Thread: Logical to physical page mapping
I just had this thought a few minutes ago, discussed it briefly with RhodiumToad on #postgresql and wanted to put it out here for discussion. Feel free to rip it apart. It probably is a bit "al-dente" at this point and needs more cooking. The reason why we need full_page_writes is that we need to guard against torn pages or partial writes. So what if smgr would manage a mapping between logical page numbers and their physical location in the relation? At the moment where we today require a full page write into WAL, we would mark the buffer as "needs relocation". The smgr would then write this page into another physical location whenever it is time to write it (via the background writer, hopefully).
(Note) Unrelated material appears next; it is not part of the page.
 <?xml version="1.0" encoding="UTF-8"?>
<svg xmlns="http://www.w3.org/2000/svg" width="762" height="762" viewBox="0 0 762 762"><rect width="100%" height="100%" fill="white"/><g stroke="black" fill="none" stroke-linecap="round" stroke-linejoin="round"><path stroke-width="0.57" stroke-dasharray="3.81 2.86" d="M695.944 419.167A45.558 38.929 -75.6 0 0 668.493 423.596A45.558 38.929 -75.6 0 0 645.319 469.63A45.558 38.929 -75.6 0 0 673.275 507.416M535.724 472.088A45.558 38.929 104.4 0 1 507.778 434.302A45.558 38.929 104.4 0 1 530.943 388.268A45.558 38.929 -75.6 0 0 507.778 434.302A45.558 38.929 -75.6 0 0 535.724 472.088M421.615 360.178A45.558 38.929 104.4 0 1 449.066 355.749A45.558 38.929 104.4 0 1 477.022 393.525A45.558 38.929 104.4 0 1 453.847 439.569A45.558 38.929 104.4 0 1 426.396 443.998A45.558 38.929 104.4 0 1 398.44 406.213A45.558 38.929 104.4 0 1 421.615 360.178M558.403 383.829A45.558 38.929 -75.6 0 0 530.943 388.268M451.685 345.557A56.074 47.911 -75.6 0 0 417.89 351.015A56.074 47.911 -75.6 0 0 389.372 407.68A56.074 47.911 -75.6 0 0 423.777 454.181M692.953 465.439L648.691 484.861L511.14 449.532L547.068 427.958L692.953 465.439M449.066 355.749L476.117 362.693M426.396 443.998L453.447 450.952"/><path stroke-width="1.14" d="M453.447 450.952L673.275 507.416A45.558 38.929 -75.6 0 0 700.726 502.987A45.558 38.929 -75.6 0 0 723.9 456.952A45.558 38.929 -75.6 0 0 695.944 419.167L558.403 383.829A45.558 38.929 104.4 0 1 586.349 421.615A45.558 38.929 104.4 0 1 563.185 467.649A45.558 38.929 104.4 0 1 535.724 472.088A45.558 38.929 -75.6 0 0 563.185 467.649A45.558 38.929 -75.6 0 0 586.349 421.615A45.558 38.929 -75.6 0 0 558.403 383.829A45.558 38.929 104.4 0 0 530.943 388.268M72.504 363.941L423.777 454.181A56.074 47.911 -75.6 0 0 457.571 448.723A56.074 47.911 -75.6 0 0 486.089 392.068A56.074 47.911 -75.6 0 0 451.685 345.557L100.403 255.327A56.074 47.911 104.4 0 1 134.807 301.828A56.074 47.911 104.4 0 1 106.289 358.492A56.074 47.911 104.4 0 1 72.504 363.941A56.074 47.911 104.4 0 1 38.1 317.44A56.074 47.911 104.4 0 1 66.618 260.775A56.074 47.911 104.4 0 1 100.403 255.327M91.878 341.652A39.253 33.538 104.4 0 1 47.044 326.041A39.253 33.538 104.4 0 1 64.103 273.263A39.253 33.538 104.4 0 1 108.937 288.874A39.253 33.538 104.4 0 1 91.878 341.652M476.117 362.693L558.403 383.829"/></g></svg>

After that page is flushed, it would update the page location pointer, or whatever we want to call it. A thus free'd physical page location can be reused, once the location pointer has been flushed to disk. This is a critical ordering of writes. First the page at the new location, second the pointer to the current location. Doing so would make write(2) appear atomic to us, which is exactly what we need for crash recovery. In addition to that, vacuum would now be able to tell smgr "hey, this page is completely empty". Instead of doing the second "empty page for truncate" scan, smgr could slowly migrate pages on first touch after a checkpoint towards the head of the file, into these empty pages. This way it would free pages at the end and now smgr is completely at liberty to truncate them off whenever it sees fit. No extra scan require, just a little more bookkeeping. This would not only be the case for heap pages, but for empty index pages as well. Shrinking/truncating indexes is something, we are completely unable to do today. Whenever the buffer manager is asked for such a page that doesn't exist physically any more, it would just initialize an empty one of that kind (heap/index) in a buffer and mark it "needs relocation". It would get recreated physically on eviction/checkpoint without freeing any previously occupied space. Comments? Jan -- Anyone who trades liberty for security deserves neither liberty nor security. -- Benjamin Franklin
Jan Wieck <JanWieck@Yahoo.com> writes: > The reason why we need full_page_writes is that we need to guard against > torn pages or partial writes. So what if smgr would manage a mapping > between logical page numbers and their physical location in the relation? > At the moment where we today require a full page write into WAL, we > would mark the buffer as "needs relocation". The smgr would then write > this page into another physical location whenever it is time to write it > (via the background writer, hopefully). After that page is flushed, it > would update the page location pointer, or whatever we want to call it. > A thus free'd physical page location can be reused, once the location > pointer has been flushed to disk. This is a critical ordering of writes. > First the page at the new location, second the pointer to the current > location. Doing so would make write(2) appear atomic to us, which is > exactly what we need for crash recovery. I think you're just moving the atomic-write problem from the data pages to wherever you keep these pointers. regards, tom lane
On 27.10.2012 16:43, Tom Lane wrote: > Jan Wieck<JanWieck@Yahoo.com> writes: >> The reason why we need full_page_writes is that we need to guard against >> torn pages or partial writes. So what if smgr would manage a mapping >> between logical page numbers and their physical location in the relation? > >> At the moment where we today require a full page write into WAL, we >> would mark the buffer as "needs relocation". The smgr would then write >> this page into another physical location whenever it is time to write it >> (via the background writer, hopefully). After that page is flushed, it >> would update the page location pointer, or whatever we want to call it. >> A thus free'd physical page location can be reused, once the location >> pointer has been flushed to disk. This is a critical ordering of writes. >> First the page at the new location, second the pointer to the current >> location. Doing so would make write(2) appear atomic to us, which is >> exactly what we need for crash recovery. Hmm, aka copy-on-write. > I think you're just moving the atomic-write problem from the data pages > to wherever you keep these pointers. If the pointers are stored as simple 4-byte integers, you probably could assume that they're atomic, and won't be torn. There's a lot of practical problems in adding another level of indirection to every page access, though. It'll surely add some overhead to every access, even if the data never changes. And it's not at all clear to me that it would perform better than full_page_writes. You're writing and flushing out roughly the same amount of data AFAICS. What exactly is the problem with full_page_writes that we're trying to solve? - Heikki
On Sat, Oct 27, 2012 at 3:41 PM, Heikki Linnakangas <hlinnakangas@vmware.com> wrote: > >> I think you're just moving the atomic-write problem from the data pages >> to wherever you keep these pointers. > > > If the pointers are stored as simple 4-byte integers, you probably could > assume that they're atomic, and won't be torn. That could backfire.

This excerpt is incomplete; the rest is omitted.